Verifying Filesystem Integrity with CVS

Even the most conscientious of paranoid penguins needs a vacation, so we have a guest columnist for Mick Bauer this month.
Paranoid Penguin

Verifying Filesystem Integrity with CVS

Even the most conscientious of paranoid penguins needs a vacation sometime, so we have a guest columnist for Mick Bauer this month.

by Michael Rash

The single most effective way to catch host-based intrusions is by detecting changes in the filesystem. Toward this end, Tripwire is the best known piece of software that automates the process of verifying filesystem integrity on a machine over time and alerting the administrator if any unauthorized changes are detected. The types of changes that Tripwire can detect include changes in file permissions and type, inode number, link count, uid and gid, size, access timestamp, modification timestamp, inode change timestamp and one-way hash signature (generated by any of ten different signature functions, including md5 and Snefru). In this article we explore the use of the Concurrent Versions System (CVS), together with some Perl glue, as a filesystem integrity checker in a manner similar to Tripwire. Although Tripwire is the best known filesystem integrity checker, it should be noted that Tripwire recently became a proprietary product to which there are many free and/or open-source alternatives, such as AIDE and FCheck (see Resources).


The basic process of deploying Tripwire on a system can be summed up by the following sequence of steps: 1) install the operating system, and immediately run Tripwire from the console before exposing the machine to any type of network connection; 2) store the resulting Tripwire database of filesystem information on read-only media separate from the system; and 3) periodically run Tripwire against the original database so a comparison can be made between the current filesystem information and the original database in order to look for any anomalies.


CVS is a tool used primarily by software developers to help organize and provide a version structure to a set of source code. One of its most useful features is the ability to keep track of all changes in a piece of source code (or ordinary text) over time, starting from when the code initially was checked into the CVS repository. When a developer wishes to make changes, the code is checked out of the repository, modifications are made and the resulting code is committed back into the repository. CVS automatically increments the version number and keeps track of the changes. After modifications have been committed to the repository, it is possible to see exactly what was changed in the new version relative to the previous (or any other) version by using the cvs diff command.

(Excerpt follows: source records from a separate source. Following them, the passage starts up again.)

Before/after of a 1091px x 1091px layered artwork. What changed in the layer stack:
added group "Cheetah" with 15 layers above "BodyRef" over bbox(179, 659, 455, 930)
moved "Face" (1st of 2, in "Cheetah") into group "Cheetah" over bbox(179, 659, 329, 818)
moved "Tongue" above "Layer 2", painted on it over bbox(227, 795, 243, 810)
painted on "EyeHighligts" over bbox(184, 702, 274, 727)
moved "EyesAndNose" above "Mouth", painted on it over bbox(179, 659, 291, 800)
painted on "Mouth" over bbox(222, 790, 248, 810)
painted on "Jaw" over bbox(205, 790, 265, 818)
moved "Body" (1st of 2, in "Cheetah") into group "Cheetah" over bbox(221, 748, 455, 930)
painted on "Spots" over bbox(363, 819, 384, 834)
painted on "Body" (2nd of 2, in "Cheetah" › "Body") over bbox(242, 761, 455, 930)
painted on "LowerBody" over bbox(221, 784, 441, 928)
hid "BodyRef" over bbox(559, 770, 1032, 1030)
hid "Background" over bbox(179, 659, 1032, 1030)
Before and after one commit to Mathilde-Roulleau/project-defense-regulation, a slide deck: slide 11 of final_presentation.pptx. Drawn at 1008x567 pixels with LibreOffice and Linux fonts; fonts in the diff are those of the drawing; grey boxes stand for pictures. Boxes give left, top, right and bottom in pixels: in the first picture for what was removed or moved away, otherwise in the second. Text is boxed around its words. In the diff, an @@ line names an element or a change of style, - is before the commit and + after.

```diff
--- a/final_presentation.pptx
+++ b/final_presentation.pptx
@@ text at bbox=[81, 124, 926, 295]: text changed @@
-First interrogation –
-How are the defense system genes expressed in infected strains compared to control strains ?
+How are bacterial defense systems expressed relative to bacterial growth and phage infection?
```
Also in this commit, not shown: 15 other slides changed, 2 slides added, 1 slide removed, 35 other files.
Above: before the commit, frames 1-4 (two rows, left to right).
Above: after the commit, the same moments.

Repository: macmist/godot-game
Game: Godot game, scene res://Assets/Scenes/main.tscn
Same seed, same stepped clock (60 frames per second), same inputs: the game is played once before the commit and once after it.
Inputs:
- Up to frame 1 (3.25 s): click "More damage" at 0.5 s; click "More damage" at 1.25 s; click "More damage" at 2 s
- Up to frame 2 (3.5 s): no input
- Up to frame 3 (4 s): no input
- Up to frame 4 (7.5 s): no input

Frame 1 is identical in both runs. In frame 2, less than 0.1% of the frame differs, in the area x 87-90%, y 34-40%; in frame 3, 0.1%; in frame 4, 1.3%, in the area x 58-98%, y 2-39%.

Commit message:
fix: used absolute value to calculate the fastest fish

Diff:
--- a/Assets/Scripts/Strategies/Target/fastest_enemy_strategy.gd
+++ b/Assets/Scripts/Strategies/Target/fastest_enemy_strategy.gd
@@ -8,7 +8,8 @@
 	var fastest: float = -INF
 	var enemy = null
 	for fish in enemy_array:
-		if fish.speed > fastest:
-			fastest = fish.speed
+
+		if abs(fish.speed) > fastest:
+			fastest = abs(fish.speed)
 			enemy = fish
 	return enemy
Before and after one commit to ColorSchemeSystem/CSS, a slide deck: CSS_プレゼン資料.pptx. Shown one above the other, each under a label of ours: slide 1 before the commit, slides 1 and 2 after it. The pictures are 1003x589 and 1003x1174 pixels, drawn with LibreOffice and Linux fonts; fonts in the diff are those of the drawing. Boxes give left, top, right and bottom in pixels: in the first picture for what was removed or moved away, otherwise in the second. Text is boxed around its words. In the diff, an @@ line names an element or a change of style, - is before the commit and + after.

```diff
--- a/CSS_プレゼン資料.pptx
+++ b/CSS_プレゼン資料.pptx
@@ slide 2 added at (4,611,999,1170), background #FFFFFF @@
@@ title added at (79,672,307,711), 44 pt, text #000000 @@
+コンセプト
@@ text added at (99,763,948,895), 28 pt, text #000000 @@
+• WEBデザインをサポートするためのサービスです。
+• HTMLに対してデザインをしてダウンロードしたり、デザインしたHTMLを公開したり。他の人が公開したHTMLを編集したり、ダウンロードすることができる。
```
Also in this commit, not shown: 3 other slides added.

Now that we have a basic understanding of the steps used to administer Tripwire for a system, we will show how CVS can be leveraged in much the same way, with one important enhancement: difference tracking for plain-text configuration files. If one of your machines is cracked, and a user is added to the /etc/passwd file, Tripwire can report the fact that any number of file attributes have changed, such as the mtime or one-way hash signature, but it cannot tell you exactly which user was added.

A significant problem for intrusion detection in general is that the number of false positives generated tends to be very high, and host-based intrusion-detection systems (HBIDS) are not exempt to this phenomenon. Depending on the number of systems involved, and hence the resulting complexity, false positives can be generated so frequently that the data generated by HBIDS may become overwhelming for administrators to handle. Thus, in the example of a user being added to the /etc/passwd file, if the HBIDS could report exactly which user was added, it would help to determine whether the addition was part of a legitimate system administration action or something else. This could save hours of time since once it has been determined that a system has been compromised, the only way to guarantee returning the system to its normal state is to re-install the entire operating system from scratch.

Collecting the Data

In keeping with the Tripwire methodology of storing the initial filesystem snapshot on media separate from the system being monitored, we need a way to collect data from remote systems and archive it within a local CVS repository. To accomplish this, we set up a dedicated CVS “collector box” within our network. All filesystem monitoring functions will be executed by a single user from this machine. Monitoring functions include the collecting of raw data, synchronizing the data with the CVS repository and sending alerts if unauthorized changes are found. We will utilize the ssh protocol as the network communication vehicle to collect data from the remote machines. To make things easier we put our HBIDS user's RSA key into root's authorized_keys file on each of the target systems. This allows the HBIDS user to execute commands as root on any target system without having to supply a password via ssh. Now that we have a general idea for the architecture of the collector box, we can begin collecting the data.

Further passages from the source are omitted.